Several weeks ago I finished reading (studying, actually) David Bromwich’s The Intellectual Life of Edmund Burke: From the Sublime and Beautiful to American Independence.  A detailed and painstaking analysis of Burke’s writings and speeches and perhaps the best single work on Burke I’ve ever read.  (Volume II to follow in time.)

Having watched the Masterpiece Theatre version, made more than three decades ago, of Paul Scott’s Raj Quartet, I read the first volume, The Jewel in the Crown, set in India in the 1940’s and published first in 1966.  This lengthy novel, using a semi-Faulknerian technique, presents the same story through the eyes of the various characters.  Alternately interesting and tedious, Scott’s famous portrait of the Raj on the eve of independence is real and compelling.  While halfway through the book, I picked up and read Arthur Herman’s Gandhi and Churchill, a very well-done comparative biography of the two rivals for the British Empire whose lives and personalities coincided in many interesting ways.  And I began Northern Opposition to Mr. Lincoln’s War, edited by D. Jonathan White and published by the Abbeville Institute Press.  Some excellent essays so far.

Over a rainy Memorial Day weekend I began Volume I of Harold Nicolson’s Diaries & Letters, edited by Nigel Nicolson, having read Volumes II and III when they were remaindered decades ago.  The terse yet relaxed sentences and descriptions are very lovely.  I have always regarded HN as the quintessential English gentleman.  Also La Carte et le territoire, the novel for which Michel Houellebecq won the Prix Goncourt.  Finally, since Ash Wednesday last I’ve been trying to read a sermon a night from Newman’s Parochial and Plain Sermons, brought together in a volume from Ignatius Press and representing his pre- and postconversion years.  Newman’s scriptural knowledge is astounding, and his insight into human nature and psychology profound.  Each sermon is thousands of words long and must have taken at least an hour and a half to deliver from the pulpit.                (CW)

There is no overestimating the value of Hermann Sasse (1895-1976), whose Letters to Lutheran Pastors I am enjoying.  Savoring, really.

Sasse is arguably the greatest Lutheran theologian of the 20th century.  His This Is My Body: Luther’s Contention for the Real Presence in the Sacrament of the Altar is indispensable.  A master of the classics, philosophy, and Church history, Sasse’s German prose is magnificent, and eminently translatable into an English that is not just readable but delightful.

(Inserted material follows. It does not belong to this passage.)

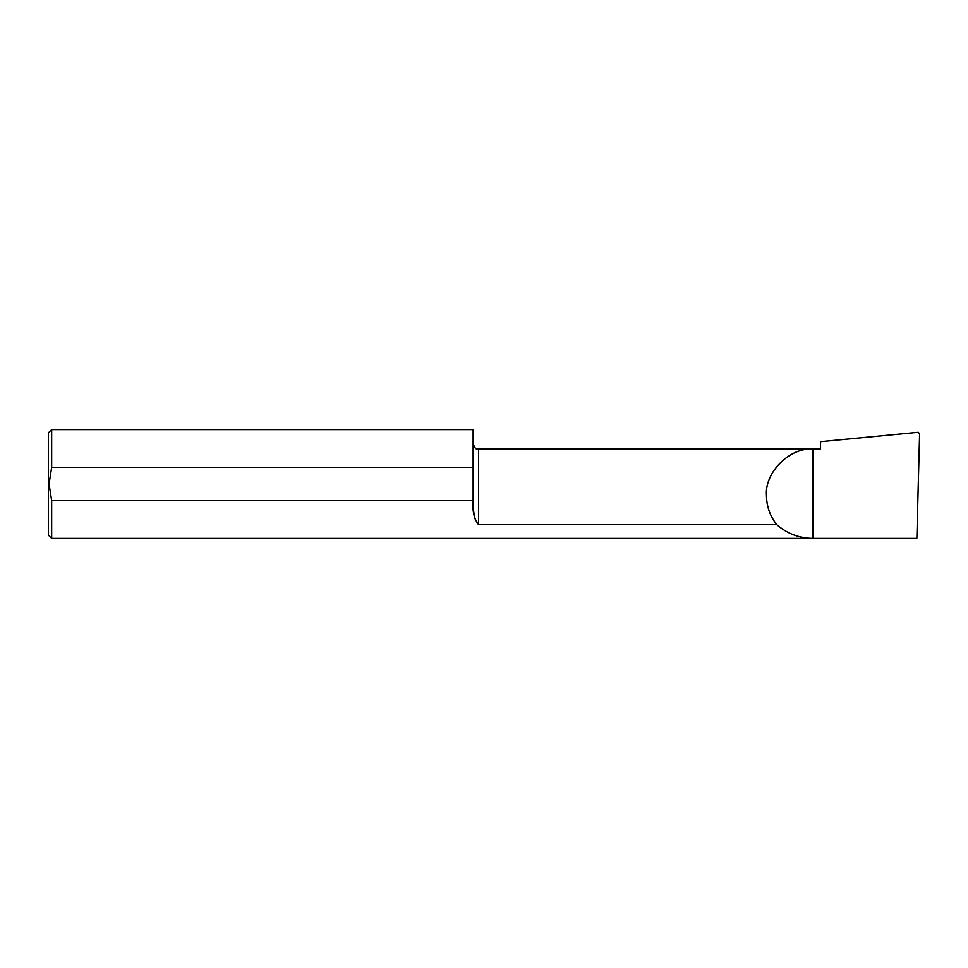 <?xml version="1.0" encoding="UTF-8"?>
<svg xmlns="http://www.w3.org/2000/svg" width="968" height="968" viewBox="0 0 968 968"><rect width="100%" height="100%" fill="white"/><g stroke="black" fill="none" stroke-linecap="round" stroke-linejoin="round"><path stroke-width="1.45" d="M473.134 500.662L51.667 500.662L49.053 484L51.667 467.338L473.134 467.338L473.134 501.509C472.336 511.273 474.151 519.005 478.579 524.692L776.772 524.692C787.153 533.67 799.193 538.244 812.914 538.426L916.853 538.426L919.6 433.737L918.233 432.272L820.537 441.674L820.537 449.116L478.579 449.116C476.861 447.821 476.135 451.596 473.134 443.671M776.772 524.692C770.032 516.138 766.608 506.433 766.487 495.543C764.418 472.578 789.948 447.047 812.914 449.116L812.914 538.426L51.667 538.426L51.667 500.662M478.579 449.116L478.579 524.692L474.78 518.4L473.509 510.366M51.667 538.426L48.4 535.159L48.4 432.841L51.667 429.574L51.667 467.338M51.667 429.574L473.134 429.574L473.134 467.338"/></g></svg>

A student of Adolf von Harnack, Sasse began his academic career at Erlangen as a liberal, but events and Providence roused him to a confessional stance.  Those events included the Nazi oppression of conservative churches.  Ultimately, Sasse moved halfway around the world, to Luther Seminary in North Adelaide, Australia.

Over the course of his brilliant yet humble career, Sasse wrote numerous circular letters to pastors, epistolary essays on deep theology that touched the very practical concerns faced in parish life—expositions of dangerous broader trends and their correction in light of Holy Scripture and the Lutheran Confessions.

The Letters come in three volumes from Concordia Publishing House, published 2013-15.  They are edited by the Missouri Synod’s president, the Rev. Matthew Harrison, who has taken great pains to add linguistic precision to already fine translations.

I’ll share one sample, from a favorite letter of mine, Ecclesia Orans, written from Erlangen in 1949:

The church of the present day lives in a world which no longer prays and which can no longer pray.  One has only to recall Kant’s famous dictum that the more a person progresses in the good, the less he prays.  Has the lack of prayer in the modern world influenced the church more deeply than we are inclined to believe, just as the incapability of modern man to understand sin has influenced Christendom so deeply?